Integration into the overall system of electricity, heating, and gas networks with millions of applications.

Heat pumps increase electricity demand, but can contribute to grid stabilization through intelligent control. The electricity grid is designed for further expansion. Gas networks, on the other hand, are expected to shrink, leading to rising network fees for remaining users. Green hydrogen in the building sector would require five to eight times more renewable electricity generation than direct electrification with heat pumps – an option that is hardly viable from a systemic perspective.¹³ The planned expansion of the hydrogen infrastructure focuses on industrial applications – residential areas are not included in hydrogen network planning.

Overview of the Technologies

Heat Pump

The heat pump scores green in 7 out of 8 criteria in the evaluation matrix, making it the most pragmatic and advantageous solution for most households.

It is by far the most efficient option. Although the investment costs are higher than for fossil fuel systems, this is offset by lower operating costs and subsidies. The heat pump already impresses in terms of operating costs, and the advantage continues to grow as CO₂ prices rise.

The climate impact is outstanding both today and in 2040 – with the increasing share of renewable energies, emissions will continue to fall. Future-proofing is maximized: no regulatory risks, no dependence on fossil fuel imports, fully compatible with the future energy system.

In terms of suitability for everyday use, heat pumps are hardly inferior to gas and district heating – modern comfort without manual intervention. In terms of system impact, they contribute to grid stabilization instead of burdening shrinking gas grids.

This assessment applies to all electric heating systems: the greener the electricity mix becomes, the better their climate balance – while fossil fuel systems always cause the same direct emissions.

Gas Boiler

Gas condensing boilers achieve efficiencies of 90–98% and are mature and convenient.
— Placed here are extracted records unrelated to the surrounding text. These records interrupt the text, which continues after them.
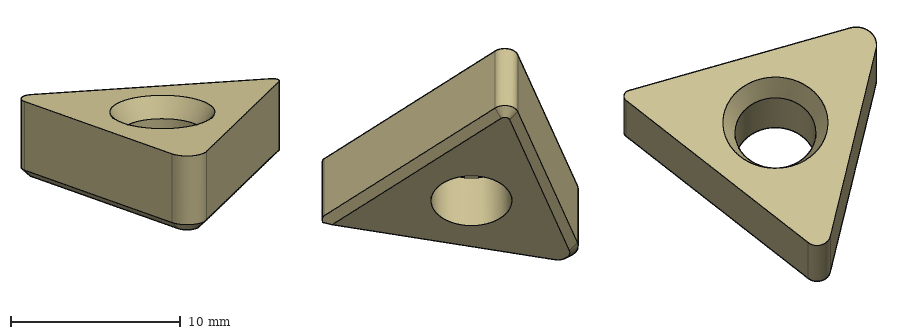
import cadquery as cq
import math

thickness = 4.76
overall_width = 15.03
left_radius = 0.8
right_radius = 1.2
top_radius = 0.4
bevel = 0.5
hole_diameter = 4.76
countersink_diameter = 6.19
countersink_depth = 1.22

base_side = overall_width + (math.sqrt(3) - 1) * (left_radius + right_radius)
half_side = base_side / 2
inscribed_radius = half_side / math.sqrt(3)
corner_distance = 2 * inscribed_radius


def triangular_prism():
    """Equilateral prism with sharp corners, one corner pointing along +Y."""
    return (
        cq.Workplane("XY")
        .moveTo(-half_side, -inscribed_radius)
        .lineTo(half_side, -inscribed_radius)
        .lineTo(0, corner_distance)
        .close()
        .extrude(thickness)
    )


def beveled_body():
    """Rounded prism with the bottom bevel; the small top corner cuts straight through the bevel."""
    body = triangular_prism()
    body = body.edges("|Z and <X").fillet(left_radius)
    body = body.edges("|Z and >X").fillet(right_radius)
    body = body.faces("<Z").chamfer(bevel)
    top_rounding = triangular_prism().edges("|Z and >Y").fillet(top_radius)
    return body.intersect(top_rounding)


def countersunk_hole():
    """Straight through hole joined to a conical countersink at the top face."""
    hole_radius = hole_diameter / 2
    return (
        cq.Workplane("XZ")
        .lineTo(hole_radius, 0)
        .lineTo(hole_radius, thickness - countersink_depth)
        .lineTo(countersink_diameter / 2, thickness)
        .lineTo(0, thickness)
        .close()
        .revolve(360, (0, 0), (0, 1))
    )


result = beveled_body().cut(countersunk_hole())
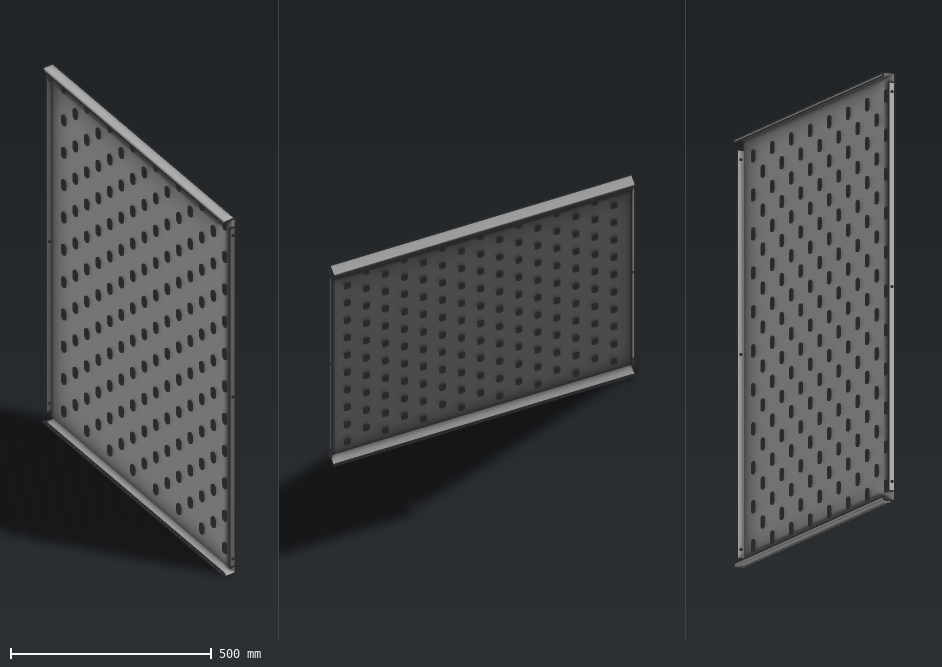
import cadquery as cq

width = 798.0
depth = 33.0
height = 1098.0
thickness = 2.0
bend_radius = 3.0

lip_length = 10.0

side_flange_depth = 20.0
side_flange_gap = 25.0

slot_pitch = 100.0
slot_width = 15.0
slot_length = 31.0
wide_row_columns = 8
wide_row_count = 11

side_hole_diameter = 4.0
side_hole_setback = side_flange_depth / 2
side_hole_spacing = 5 * slot_pitch

overshoot = 11.0
inner_radius = bend_radius - thickness
rim_length = width - 2 * bend_radius
side_bend_length = height - 2 * bend_radius


def make_rimmed_sheet():
    """C-section running along X: back sheet, top and bottom flanges, returned lips."""
    outer = (
        cq.Workplane("XY").box(rim_length, depth, height).translate((0, -depth / 2, 0))
        .edges("|X").fillet(bend_radius)
    )
    inner = (
        cq.Workplane("XY")
        .box(width, depth - 2 * thickness, height - 2 * thickness)
        .translate((0, -depth / 2, 0))
        .edges("|X").fillet(inner_radius)
    )
    mouth = (
        cq.Workplane("XY")
        .box(width, depth, height - 2 * lip_length)
        .translate((0, -thickness - depth / 2, 0))
    )
    return outer.cut(inner).cut(mouth).cut(make_lip_corners())


def make_lip_corners():
    """Wedges that cut the four lip ends at 45 degrees, from the bend to the free edge."""
    half_length = rim_length / 2
    bend_line = height / 2 - bend_radius
    free_edge = height / 2 - lip_length
    taper = bend_line - free_edge
    corner = (
        cq.Workplane("XZ", origin=(0, -depth + thickness, 0))
        .moveTo(half_length, bend_line)
        .lineTo(half_length, free_edge)
        .lineTo(half_length - taper, free_edge)
        .close().extrude(thickness)
    )
    upper_pair = corner.union(corner.mirror("YZ"))
    return upper_pair.union(upper_pair.mirror("XY"))


def make_side_channel():
    """U-section running along Z: back sheet with the two side flanges."""
    block_depth = 2 * side_flange_depth
    outer = (
        cq.Workplane("XY").box(width, block_depth, side_bend_length)
        .translate((0, -block_depth / 2, 0))
        .edges("|Z and >Y").fillet(bend_radius)
    )
    inner = (
        cq.Workplane("XY").box(width - 2 * thickness, block_depth, height)
        .translate((0, -thickness - block_depth / 2, 0))
        .edges("|Z and >Y").fillet(inner_radius)
    )
    front = (
        cq.Workplane("XY").box(2 * width, block_depth, height)
        .translate((0, -side_flange_depth - block_depth / 2, 0))
    )
    notch = (
        cq.Workplane("XY").box(2 * width, block_depth, side_flange_gap)
        .translate((0, -bend_radius - block_depth / 2, (height - side_flange_gap) / 2))
    )
    return outer.cut(inner).cut(front).cut(notch).cut(notch.mirror("XY"))


def slot_centers():
    """Rows half a pitch apart; every second row is shifted and one slot shorter."""
    centers = []
    row_total = 2 * wide_row_count - 1
    for row in range(row_total):
        z = (row - (row_total - 1) / 2) * slot_pitch / 2
        columns = wide_row_columns - row % 2
        for column in range(columns):
            x = (column - (columns - 1) / 2) * slot_pitch
            centers.append((x, z))
    return centers


def make_slots():
    return (
        cq.Workplane("XZ", origin=(0, overshoot, 0)).pushPoints(slot_centers())
        .slot2D(slot_length, slot_width, 90).extrude(2 * overshoot)
    )


def make_side_holes():
    centers = [(-side_hole_setback, step * side_hole_spacing) for step in (-1, 0, 1)]
    return (
        cq.Workplane("YZ").pushPoints(centers)
        .circle(side_hole_diameter / 2).extrude(width, both=True)
    )


panel = make_rimmed_sheet().union(make_side_channel())
result = panel.cut(make_slots()).cut(make_side_holes())

The assessment reveals a mixed picture: gas performs well in terms of investment costs and suitability for everyday use. However, it receives a negative rating in the future criteria (climate impact in 2040, future security, system & networks).

The reasons lie in the system logic: natural gas emits around 200 g CO₂/kWh when burned – a value that cannot be reduced through technical improvements. Rising CO₂ prices are continuously increasing operating costs. With the regulatory-enforced shrinkage of gas networks, network fees for remaining users are rising.

Oil Boiler

Oil condensing boilers function similarly to gas boilers, but emit even more CO₂ at 260–320 g/kWh.

In the assessment, oil heating receives a red rating in four out of eight criteria. The low investment costs are offset by high operating costs and low future security.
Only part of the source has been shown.